Towards Computationally Feasible Deep Active Learning
This work addresses computational feasibility issues in deep active learning for text classification and tagging, offering incremental improvements to reduce resource requirements.
The paper tackles the computational burden of deep active learning by proposing two techniques that reduce iteration duration and overhead, and demonstrates that their algorithm overcomes the performance gap between acquisition and successor models, achieving higher performance with a smaller, faster acquisition model.

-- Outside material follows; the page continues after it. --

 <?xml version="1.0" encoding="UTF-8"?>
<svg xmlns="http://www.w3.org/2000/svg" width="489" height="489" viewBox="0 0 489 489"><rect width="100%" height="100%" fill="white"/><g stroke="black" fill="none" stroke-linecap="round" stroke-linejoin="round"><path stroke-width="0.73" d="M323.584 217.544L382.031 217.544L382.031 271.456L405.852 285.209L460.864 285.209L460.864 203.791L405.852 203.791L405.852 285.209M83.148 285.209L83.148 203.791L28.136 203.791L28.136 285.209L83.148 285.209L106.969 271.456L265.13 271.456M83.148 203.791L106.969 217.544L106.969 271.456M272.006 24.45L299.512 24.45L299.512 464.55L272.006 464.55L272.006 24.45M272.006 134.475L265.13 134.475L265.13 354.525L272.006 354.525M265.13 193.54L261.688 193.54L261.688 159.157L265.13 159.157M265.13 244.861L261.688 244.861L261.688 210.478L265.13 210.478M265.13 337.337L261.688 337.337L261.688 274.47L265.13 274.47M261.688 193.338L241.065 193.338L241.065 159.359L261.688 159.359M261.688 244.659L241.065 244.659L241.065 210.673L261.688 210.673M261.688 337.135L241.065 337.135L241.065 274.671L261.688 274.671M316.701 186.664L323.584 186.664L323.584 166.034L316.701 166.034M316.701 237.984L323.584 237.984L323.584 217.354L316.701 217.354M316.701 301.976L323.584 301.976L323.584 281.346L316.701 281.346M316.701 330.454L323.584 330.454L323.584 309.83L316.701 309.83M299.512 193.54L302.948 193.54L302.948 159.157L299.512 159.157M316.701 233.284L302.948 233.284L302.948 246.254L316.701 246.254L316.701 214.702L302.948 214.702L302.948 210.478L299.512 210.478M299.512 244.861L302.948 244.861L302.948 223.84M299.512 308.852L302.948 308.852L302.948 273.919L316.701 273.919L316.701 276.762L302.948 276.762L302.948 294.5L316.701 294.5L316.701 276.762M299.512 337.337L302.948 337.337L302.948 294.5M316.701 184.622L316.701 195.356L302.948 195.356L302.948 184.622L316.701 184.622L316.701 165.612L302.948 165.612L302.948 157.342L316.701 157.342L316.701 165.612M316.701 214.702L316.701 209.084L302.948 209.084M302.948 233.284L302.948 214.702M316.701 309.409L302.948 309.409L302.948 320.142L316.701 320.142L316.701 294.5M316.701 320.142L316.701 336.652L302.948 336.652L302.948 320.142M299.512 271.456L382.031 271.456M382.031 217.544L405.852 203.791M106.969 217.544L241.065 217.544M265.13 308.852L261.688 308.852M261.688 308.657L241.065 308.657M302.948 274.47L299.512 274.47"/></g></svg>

Active learning (AL) is a prominent technique for reducing the annotation effort required for training machine learning models. Deep learning offers a solution for several essential obstacles to deploying AL in practice but introduces many others. One of such problems is the excessive computational resources required to train an acquisition model and estimate its uncertainty on instances in the unlabeled pool. We propose two techniques that tackle this issue for text classification and tagging tasks, offering a substantial reduction of AL iteration duration and the computational overhead introduced by deep acquisition models in AL. We also demonstrate that our algorithm that leverages pseudo-labeling and distilled models overcomes one of the essential obstacles revealed previously in the literature. Namely, it was shown that due to differences between an acquisition model used to select instances during AL and a successor model trained on the labeled data, the benefits of AL can diminish. We show that our algorithm, despite using a smaller and faster acquisition model, is capable of training a more expressive successor model with higher performance.